What other clothing company mixes trashy sex and manufacturing information in its ads? Like everything else about its business, American Apparel's marketing showcases the bizarre contradictions of postmodern consumer capitalism. The company possesses a downtown textile factory straight out of the '40s, a sexploitation ad campaign from the '70s, and a marketing strategy so sophisticated it almost seems to come from the future.

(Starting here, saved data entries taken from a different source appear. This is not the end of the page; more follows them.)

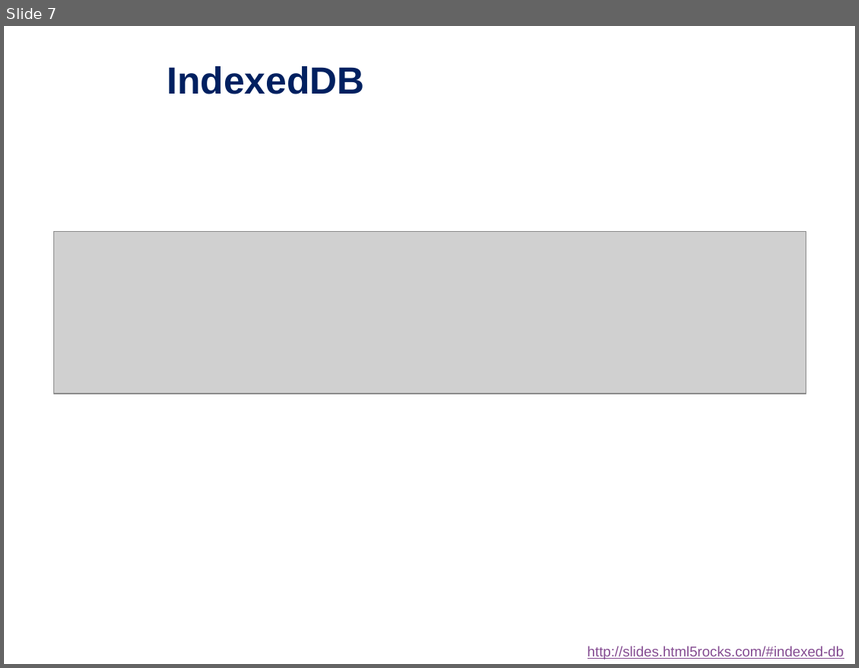
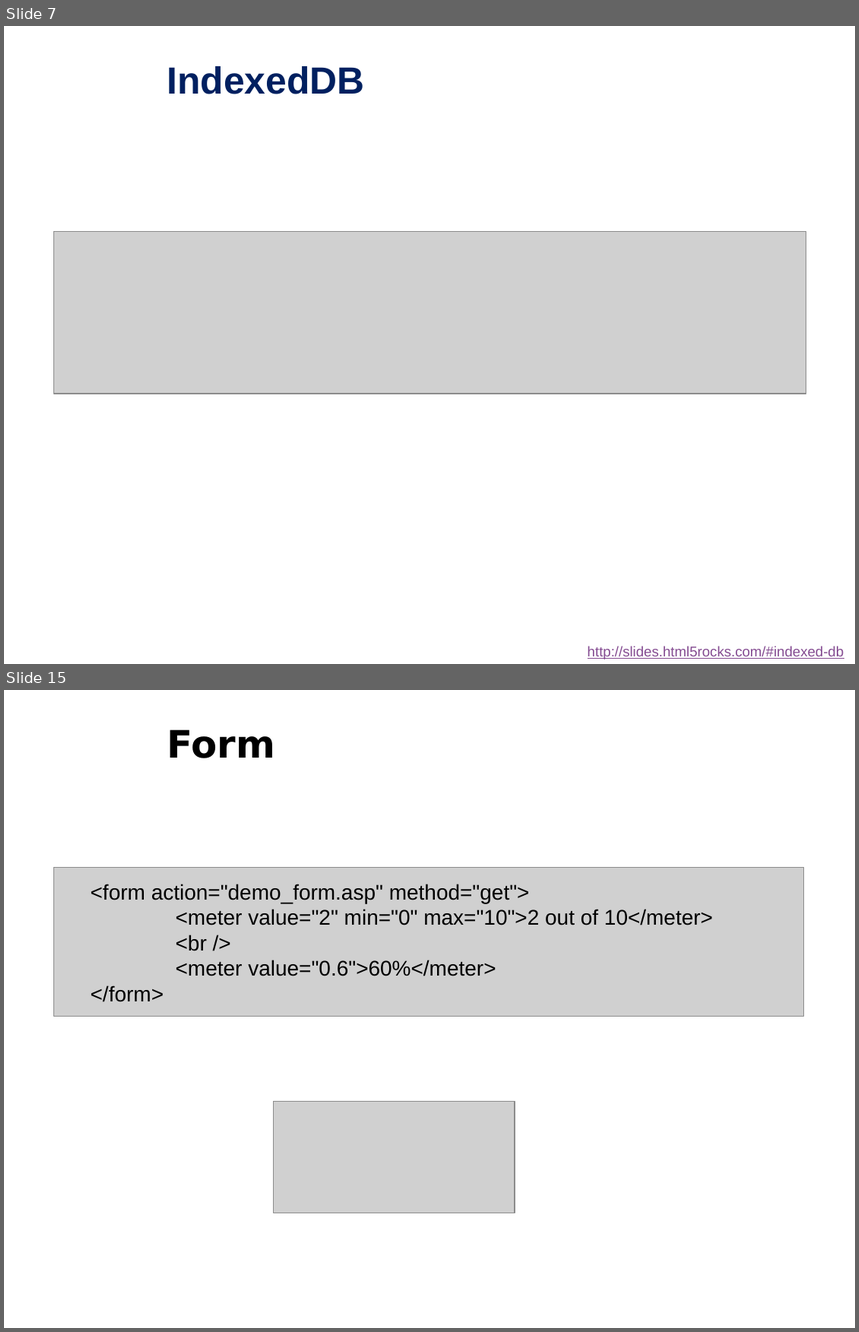
Before and after one commit to Alex7Huynh/lthd061727, a slide deck: Serminar Html5/1. Slide/HTML5.pptx. Shown one above the other, each under a label of ours: slide 7 before the commit, slides 7 and 15 after it; the slides between them are not shown. The pictures are 859x668 and 859x1332 pixels, drawn with LibreOffice and Linux fonts; fonts in the diff are those of the drawing; grey boxes stand for pictures; background and template pictures are left out. Boxes give left, top, right and bottom in pixels: in the first picture for what was removed or moved away, otherwise in the second. Text is boxed around its words. In the diff, an @@ line names an element or a change of style, - is before the commit and + after.

Commit message:
Cập nhật slide + báo cáo và demo Drag & Drop.

```diff
--- a/Serminar Html5/1. Slide/HTML5.pptx
+++ b/Serminar Html5/1. Slide/HTML5.pptx
@@ slide 15 added at (4,690,855,1328), background picture (left out) @@
@@ title added at (167,730,276,758), 32 pt, text #000000, bold @@
+Form
@@ picture added at (53,867,804,1016) @@
@@ text added at (91,884,713,1002), 18 pt, text #000000 @@
+<form action="demo_form.asp" method="get">
+<meter value="2" min="0" max="10">2 out of 10</meter>
+<br />
+<meter value="0.6">60%</meter>
+</form>
@@ picture added at (274,1101,515,1213) @@
```
Also in this commit, not shown: 4 slides changed, 18 other slides added, 1 slide removed, 8 other files.
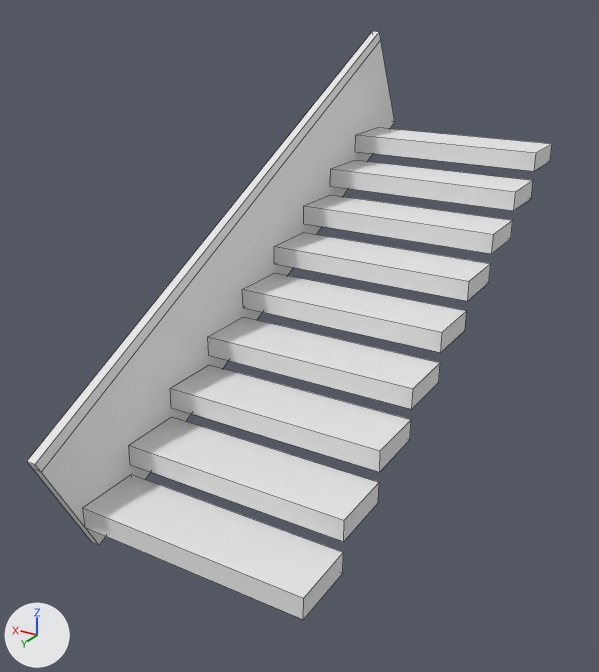
The Blender file working/subahu/Staircase/Staircase.blend as it was, and as the next commit left it.
The view is the same before and after, from a 50 mm camera at (-5.67, 9.84, 6.31) aimed at (-0.12, 0.59, 1.68). Lighting does not change. The marker at lower left points along +X, +Y and +Z. Mesh edges are drawn as thin lines.

The older version as bpy lines, for what is in view:
```python
me_cube = bpy.data.meshes.new('Cube')
me_cube.from_pydata(...)  # a box spanning x -1.0..1.0, y 3.93..5.93, z -1.0..1.0
me_cube.materials.append(mat_material)  # its picture is missing
me_cube_001 = bpy.data.meshes.new('Cube.001')
me_cube_001.from_pydata(...)  # 12 vertices, 10 faces; spans x -1.0..1.0, y -1.0..1.0, z -1.0..1.18
me_cube_001.materials.append(mat_material_001)  # its picture is missing
ob_cube = bpy.data.objects.new('Cube', me_cube)
ob_cube.location = (-0.57, 1.26, 0.2)
ob_cube.scale = (1.58, 0.441, 0.145)
_m = ob_cube.modifiers.new('Array', 'ARRAY')
_m.count = 9
_m.constant_offset_displace = (0.0, 0.0, 0.0)
_m.relative_offset_displace = (0.0, -1.0, 1.5)
ob_cube_001 = bpy.data.objects.new('Cube.001', me_cube_001)
ob_cube_001.location = (1.06, -0.16, 2.5)
ob_cube_001.rotation_euler = (-0.459, 0.0, 0.0)  # degrees (-26, 0, 0)
ob_cube_001.scale = (0.0654, 4.71, 0.835)
```
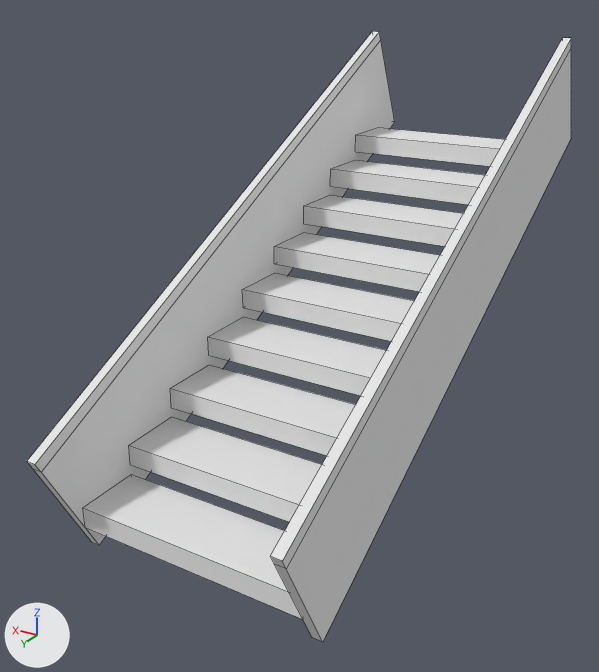
Pixel boxes (x1, y1, x2, y2) of what changed, in the pictures (599 x 672 px):
```json
{"object": "Cube.001", "change": "reshaped", "before": [27, 31, 395, 545], "after": [27, 31, 571, 642], "on screen": "48% wider, 19% taller"}
{"part": 1, "of": "me_cube_001", "change": "added", "after": [270, 38, 571, 642]}
```

Scene script edits in JSON lines:
```json
{"block": "me_cube_001", "where": "me_cube_001.from_pydata(...)  # 12 vertices, 10 faces; spans x -1.0..1.0, y -1.0..1.0, z -1.0..1.18"}
{"block": "me_cube_001", "where": "# used by ob_cube_001; location = (1.06, -0.16, 2.5); rotation_euler = (-0.459, 0.0, 0.0), in degrees (-26, 0, 0); scale = (0.0654, 4.71, 0.835)"}
{"block": "me_cube_001", "change": "me_cube_001 part 1: the loose piece of 12 vertices spanning x -1.0..1.0, y -1.0..1.0, z -1.0..1.18 is copied, and the copy is moved by (-50.0, 0.0, 0.0); it spans x -51.0..-49.0, y -1.0..1.0, z -1.0..1.18"}
```

Old-world manufacturing paternalism meets sexy transnational marketing: has American Apparel vertically integrated different eras of capitalism?


In addition to that, Kayla also notes Socket's "The New Wartime Body: Amputee Vets Return from Iraq" (Clamor):

Sources from Walter Reed Army Medical Center in Washington, D.C., estimate that since the onset of the Iraq invasion and occupation upwards of 400 U.S. soldiers have come back needing amputations and prosthetics (30 percent have multiple amputations). According to icasualties.org, since April 2003, between 18,000 and 20,000 U.S. soldiers' injuries include second- and third- degree burns, bone breaks, shrapnel wounds, brain injuries, paralysis, and eye damage. In addition, 9,744 U.S soldiers wounded in action returned to duty between 2003 and 2004, while
8,239 soldiers did not return to war.
"The rocket went through my leg like a knife through butter. It was a terrible scene ... there was just blood and muscle everywhere," Tristan Wyatt, 21, reported in a November 9, 2003, LA Times article entitled "Hospital Front." A rocket had cut off his leg and those of the two other soldiers with him four months earlier in Fallujah, a type of injury treated frequently at Walter Reed. Doctors Dennis Clarke and Jim Kaiser both reported (upper extremity) amputations from the elbow down, (lower extremity) above the knee or through the hip resulting from roadside bombs, bullets, and IEDs (Improvised Explosive Devices). Kaiser concluded that "explosion injuries are vicious; they affect multiple body parts; for example, if one gets hit on the right side, part of the right leg, arm, and oftentimes their face gets exploded and pocked-up."
"We were always working with a base of 100 patients at any point in time," began Dennis Clarke, a visiting orthotist-Prosthetist who specializes with lower extremity amputees. "On any given day, Walter Reed's orthopedic wing has about 50 inpatients and another 180 outpatients," says Jim Kaiser, who spent one week as a guest prosthetist at Walter Reed's Occupational Therapy Department in 2004. Working consistently, with hardly a break for lunch, they made fittings for new prosthetics and adjustments on old ones, and cleanings of amputation sites were constant. "There was always something to do and someone to see to. We were very, very busy," Kaiser continued. "Some prosthetics we made were arms; most were leg/lower extremity from explosions and many of the same people had multiple amputations." Two factors -- the war's urban setting and quick response time -- have vastly increased the survival rate for the wounded compared to Vietnam. However, since Vietnam, the number of those wounded in action has risen from 3 percent to 6 percent, according to Wendy Y. Lawton in the George Street Journal, December 10, 2004. Dennis Clarke continues, "When one third of your patients have more than one limb missing, the work and stress and attention is different and accelerated."